◆ What is needed ◆
From the first line of the listing below, retype each line up to and including the one with "Game: Godot game, scene"; pictures stay out.

◆ Information supplied ◆
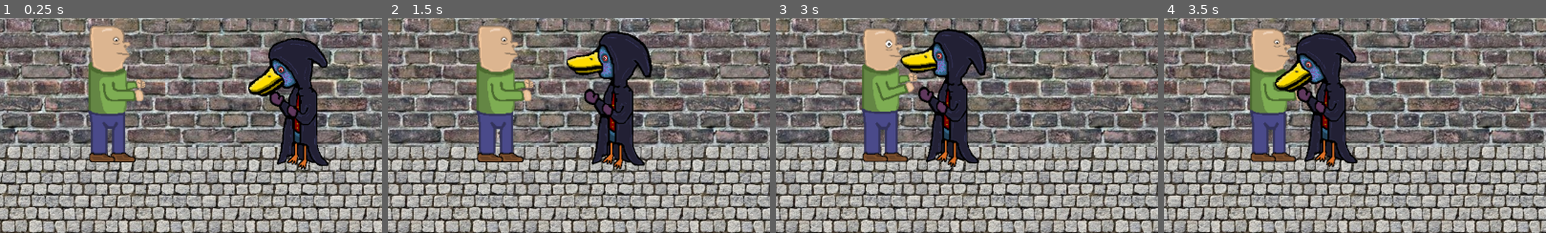
Above: before the commit, frames 1-4 (left to right).
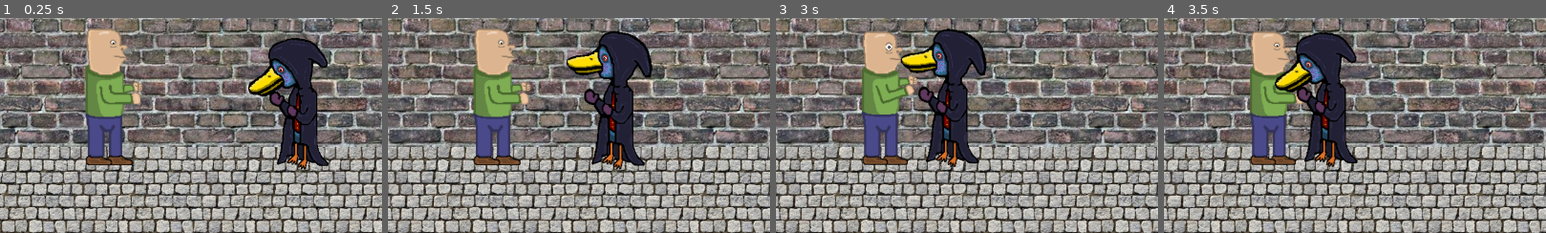
Above: after the commit, the same moments.

Repository: wildin-72/untitled_wild_game
Game: Godot game, scene res://scenes/GameScene/Levels/Level1.tscn
The game is run twice, just before and just after one commit, with the same random seed, the same clock (stepped at 60 frames per second) and the same inputs. This scene is started directly instead of the project's main scene.
Inputs (mouse positions are % of the whole screen's width and height, from its top left):
- Up to frame 1 (0.25 s): no input
- Up to frame 2 (1.5 s): tap Enter (ui_accept) at 0.5, 0.77 s; move the mouse to (72, 45) at 0.52 s; hold Right (ui_right) 0.53-1.25 s; hold E (attack1) 0.53-1.25 s; click (72, 45) at 0.67 s; drag from (30, 55) to (53, 72) at 1.27 s
- Up to frame 3 (3 s): move the mouse to (60, 28) at 2.02 s; hold Right (ui_right) 2.03-2.75 s; hold D (attack3) 2.03-2.75 s; drag from (45, 70) to (20, 35) at 2.77 s
- Up to frame 4 (3.5 s): no input
The pictures show only the part of the screen within x 36-86%, y 40-90%; the shares and areas given below are measured in that part.

The runs differ from the first frame. In frame 1, 3.9% of the frame differs, in the area x 22-38%, y 3-69%; in frame 2, 3.9%; in frame 3, 2.2%; in frame 4, 1.9%.

Commit message:
fixed player bugs

Diff:
--- a/entities/Player/player.tscn
+++ b/entities/Player/player.tscn
@@ -13,6 +13,8 @@
 [ext_resource type="Script" path="res://entities/Player/player_attack1_state.gd" id="8_71a5d"]
 [ext_resource type="Script" path="res://entities/Player/player_attack2_state.gd" id="9_ylbjf"]
 [ext_resource type="Script" path="res://entities/Player/player_attack3_state.gd" id="10_310bg"]
+[ext_resource type="Script" path="res://entities/Player/player_hurt_state.gd" id="14_57q41"]
+[ext_resource type="Script" path="res://entities/Player/player_dead_state.gd" id="15_cnt45"]
 
 [sub_resource type="Animation" id="Animation_3jn3w"]
 length = 0.001
@@ -122,7 +124,31 @@
 "times": PackedFloat32Array(0),
 "transitions": PackedFloat32Array(1),
 "update": 0,
-"values": [Vector2(5, -20)]
+"values": [Vector2(0, -20)]
+}
+tracks/9/type = "value"
+tracks/9/imported = false
+tracks/9/enabled = true
+tracks/9/path = NodePath("Icon:self_modulate")
+tracks/9/interp = 1
+tracks/9/loop_wrap = true
+tracks/9/keys = {
+"times": PackedFloat32Array(0),
+"transitions": PackedFloat32Array(1),
+"update": 0,
+"values": [Color(1, 0, 0, 1)]
+}
+tracks/10/type = "value"
+tracks/10/imported = false
+tracks/10/enabled = true
+tracks/10/path = NodePath("Icon:rotation")
+tracks/10/interp = 1
+tracks/10/loop_wrap = true
+tracks/10/keys = {
+"times": PackedFloat32Array(0),
+"transitions": PackedFloat32Array(1),
+"update": 0,
+"values": [-1.5708]
 }
 
 [sub_resource type="Animation" id="Animation_o74dv"]
@@ -138,7 +164,7 @@
 "times": PackedFloat32Array(0),
 "transitions": PackedFloat32Array(1),
 "update": 0,
-"values": [Vector2(40, 0)]
+"values": [Vector2(50, -116)]
 }
 tracks/1/type = "value"
 tracks/1/imported = false
@@ -211,6 +237,18 @@
 "transitions": PackedFloat32Array(1),
 "update": 0,
 "values": [1.5708]
+}
+tracks/7/type = "value"
+tracks/7/imported = false
+tracks/7/enabled = true
+tracks/7/path = NodePath("Icon:self_modulate")
+tracks/7/interp = 1
+tracks/7/loop_wrap = true
+tracks/7/keys = {
+"times": PackedFloat32Array(0),
+"transitions": PackedFloat32Array(1),
+"update": 0,
+"values": [Color(1, 1, 1, 1)]
 }
 
 [sub_resource type="Animation" id="Animation_im36q"]
@@ -227,7 +265,7 @@
 "times": PackedFloat32Array(0),
 "transitions": PackedFloat32Array(1),
 "update": 0,
-"values": [Vector2(51, -15)]
+"values": [Vector2(55, -130)]
 }
 tracks/1/type = "value"
 tracks/1/imported = false
@@ -312,6 +350,18 @@
 "transitions": PackedFloat32Array(1),
 "update": 0,
 "values": [1.5708]
+}
+tracks/8/type = "value"
+tracks/8/imported = false
+tracks/8/enabled = true
+tracks/8/path = NodePath("Icon:self_modulate")
+tracks/8/interp = 1
+tracks/8/loop_wrap = true
+tracks/8/keys = {
+"times": PackedFloat32Array(0.05),
+"transitions": PackedFloat32Array(1),
+"update": 0,
+"values": [Color(1, 1, 1, 1)]
 }
 
 [sub_resource type="Animation" id="Animation_afccx"]
@@ -328,7 +378,7 @@
 "times": PackedFloat32Array(0),
 "transitions": PackedFloat32Array(1),
 "update": 0,
-"values": [Vector2(69, -53)]
+"values": [Vector2(69, -163)]
 }
 tracks/1/type = "value"
 tracks/1/imported = false
@@ -425,6 +475,18 @@
 "transitions": PackedFloat32Array(1),
 "update": 0,
 "values": [0.0]
+}
+tracks/9/type = "value"
+tracks/9/imported = false
+tracks/9/enabled = true
+tracks/9/path = NodePath("Icon:self_modulate")
+tracks/9/interp = 1
+tracks/9/loop_wrap = true
+tracks/9/keys = {
+"times": PackedFloat32Array(0.05),
+"transitions": PackedFloat32Array(1),
+"update": 0,
+"values": [Color(1, 1, 1, 1)]
 }
 
 [sub_resource type="Animation" id="Animation_78f81"]
@@ -456,6 +518,42 @@
 "update": 1,
 "values": [0, 1, 2, 3]
 }
+tracks/2/type = "value"
+tracks/2/imported = false
+tracks/2/enabled = true
+tracks/2/path = NodePath("Icon:self_modulate")
+tracks/2/interp = 1
+tracks/2/loop_wrap = true
+tracks/2/keys = {
+"times": PackedFloat32Array(0),
+"transitions": PackedFloat32Array(1),
+"update": 0,
+"values": [Color(1, 1, 1, 1)]
+}
+tracks/3/type = "value"
+tracks/3/imported = false
+tracks/3/enabled = true
+tracks/3/path = NodePath("Icon:rotation")
+tracks/3/interp = 1
+tracks/3/loop_wrap = true
+tracks/3/keys = {
+"times": PackedFloat32Array(0),
+"transitions": PackedFloat32Array(1),
+"update": 0,
+"values": [0.0]
+}
+tracks/4/type = "value"
+tracks/4/imported = false
+tracks/4/enabled = true
+tracks/4/path = NodePath("Icon:position")
+tracks/4/interp = 1
+tracks/4/loop_wrap = true
+tracks/4/keys = {
+"times": PackedFloat32Array(0),
+"transitions": PackedFloat32Array(1),
+"update": 0,
+"values": [Vector2(0, -15)]
+}
 
 [sub_resource type="Animation" id="Animation_akdc2"]
 resource_name = "walk"
@@ -486,6 +584,133 @@
 "update": 1,
 "values": [0, 1, 2, 3]
 }
+tracks/2/type = "value"
+tracks/2/imported = false
+tracks/2/enabled = true
+tracks/2/path = NodePath("Icon:self_modulate")
+tracks/2/interp = 1
+tracks/2/loop_wrap = true
+tracks/2/keys = {
+"times": PackedFloat32Array(0),
+"transitions": PackedFloat32Array(1),
+"update": 0,
+"values": [Color(1, 1, 1, 1)]
+}
+tracks/3/type = "value"
+tracks/3/imported = false
+tracks/3/enabled = true
+tracks/3/path = NodePath("Icon:position")
+tracks/3/interp = 1
+tracks/3/loop_wrap = true
+tracks/3/keys = {
+"times": PackedFloat32Array(0),
+"transitions": PackedFloat32Array(1),
+"update": 0,
+"values": [Vector2(0, -15)]
+}
+tracks/4/type = "value"
+tracks/4/imported = false
+tracks/4/enabled = true
+tracks/4/path = NodePath("Icon:rotation")
+tracks/4/interp = 1
+tracks/4/loop_wrap = true
+tracks/4/keys = {
+"times": PackedFloat32Array(0),
+"transitions": PackedFloat32Array(1),
+"update": 0,
+"values": [0.0]
+}
+
+[sub_resource type="Animation" id="Animation_wefgs"]
+resource_name = "hurt"
+length = 0.1
+tracks/0/type = "value"
+tracks/0/imported = false
+tracks/0/enabled = true
+tracks/0/path = NodePath("Icon:self_modulate")
+tracks/0/interp = 1
+tracks/0/loop_wrap = true
+tracks/0/keys = {
+"times": PackedFloat32Array(0, 0.1),
+"transitions": PackedFloat32Array(1, 1),
+"update": 0,
+"values": [Color(1, 0, 0, 1), Color(1, 1, 1, 1)]
+}
+tracks/1/type = "value"
+tracks/1/imported = false
+tracks/1/enabled = true
+tracks/1/path = NodePath("Icon:position")
+tracks/1/interp = 1
+tracks/1/loop_wrap = true
+tracks/1/keys = {
+"times": PackedFloat32Array(0, 0.1),
+"transitions": PackedFloat32Array(1, 1),
+"update": 0,
+"values": [Vector2(-5, -15), Vector2(0, -15)]
+}
+
+[sub_resource type="Animation" id="Animation_ekfdr"]
+resource_name = "die"
+tracks/0/type = "value"
+tracks/0/imported = false
+tracks/0/enabled = true
+tracks/0/path = NodePath("Icon:frame")
+tracks/0/interp = 1
+tracks/0/loop_wrap = true
+tracks/0/keys = {
+"times": PackedFloat32Array(0, 0.2, 0.4),
+"transitions": PackedFloat32Array(1, 1, 1),
+"update": 1,
+"values": [0, 1, 2]
+}
+tracks/1/type = "value"
+tracks/1/imported = false
+tracks/1/enabled = true
+tracks/1/path = NodePath("Icon:position")
+tracks/1/interp = 1
+tracks/1/loop_wrap = true
+tracks/1/keys = {
+"times": PackedFloat32Array(0, 0.6),
+"transitions": PackedFloat32Array(1, 1),
+"update": 0,
+"values": [Vector2(0, -15), Vector2(60, -15)]
+}
+tracks/2/type = "value"
+tracks/2/imported = false
+tracks/2/enabled = true
+tracks/2/path = NodePath("Icon:rotation")
+tracks/2/interp = 1
+tracks/2/loop_wrap = true
+tracks/2/keys = {
+"times": PackedFloat32Array(0, 0.6),
+"transitions": PackedFloat32Array(1, 1),
+"update": 0,
+"values": [0.0, -1.5708]
+}
+tracks/3/type = "value"
+tracks/3/imported = false
+tracks/3/enabled = true
+tracks/3/path = NodePath("Icon:self_modulate")
+tracks/3/interp = 1
+tracks/3/loop_wrap = true
+tracks/3/keys = {
+"times": PackedFloat32Array(0),
+"transitions": PackedFloat32Array(1),
+"update": 0,
+"values": [Color(1, 0, 0, 1)]
+}
+tracks/4/type = "value"
+tracks/4/imported = false
+tracks/4/enabled = true
+tracks/4/path = NodePath("Icon:texture")
+tracks/4/interp = 1
+tracks/4/loop_wrap = true
+tracks/4/keys = {
+"times": PackedFloat32Array(0),
+"transitions": PackedFloat32Array(1),
+"update": 1,
+"values": [ExtResource("3_w62ff")]
+}
 
 [sub_resource type="AnimationLibrary" id="AnimationLibrary_olu7p"]
 _data = {
@@ -493,6 +718,8 @@
 "attack1": SubResource("Animation_o74dv"),
 "attack2": SubResource("Animation_im36q"),
 "attack3": SubResource("Animation_afccx"),
+"die": SubResource("Animation_ekfdr"),
+"hurt": SubResource("Animation_wefgs"),
 "idle": SubResource("Animation_78f81"),
 "walk": SubResource("Animation_akdc2")
 }
@@ -505,12 +732,16 @@
 height = 212.0
 
 [sub_resource type="CapsuleShape2D" id="CapsuleShape2D_2t5e8"]
-
-[node name="Player" type="CharacterBody2D" groups=["Player"]]
+height = 48.0
+
+[node name="Player" type="CharacterBody2D" node_paths=PackedStringArray("health") groups=["Player"]]
 script = ExtResource("1_d4p6m")
+health = NodePath("Health")
 
 [node name="Icon" type="Sprite2D" parent="."]
-position = Vector2(5, -20)
+self_modulate = Color(1, 0, 0, 1)
+position = Vector2(0, -20)
+rotation = -1.5708
 scale = Vector2(1.23, 1.23)
 texture = ExtResource("2_sojug")
 offset = Vector2(0, -96)
@@ -581,5 +812,16 @@
 animator = NodePath("../../AnimationPlayer")
 actor = NodePath("../..")
 
+[node name="PlayerHurtState" type="Node" parent="StateMachine" node_paths=PackedStringArray("animator")]
+script = ExtResource("14_57q41")
+animator = NodePath("../../AnimationPlayer")
+
+[node name="PlayerDeadState" type="Node" parent="StateMachine" node_paths=PackedStringArray("actor", "animator")]
+script = ExtResource("15_cnt45")
+actor = NodePath("../..")
+animator = NodePath("../../AnimationPlayer")
+
+[connection signal="received_damage" from="Hurtbox" to="." method="_on_hurtbox_received_damage"]
+[connection signal="health_depleted" from="Health" to="." method="_on_health_health_depleted"]
 [connection signal="flipped" from="StateMachine/PlayerMoveState" to="." method="_on_player_move_state_flipped"]
 [connection signal="unflipped" from="StateMachine/PlayerMoveState" to="." method="_on_player_move_state_unflipped"]
Not shown: 1 places in entities/Player/player.tscn that only renumber resources

◆ Task answer ◆
Above: before the commit, frames 1-4 (left to right).
Above: after the commit, the same moments.

Repository: wildin-72/untitled_wild_game
Game: Godot game, scene res://scenes/GameScene/Levels/Level1.tscn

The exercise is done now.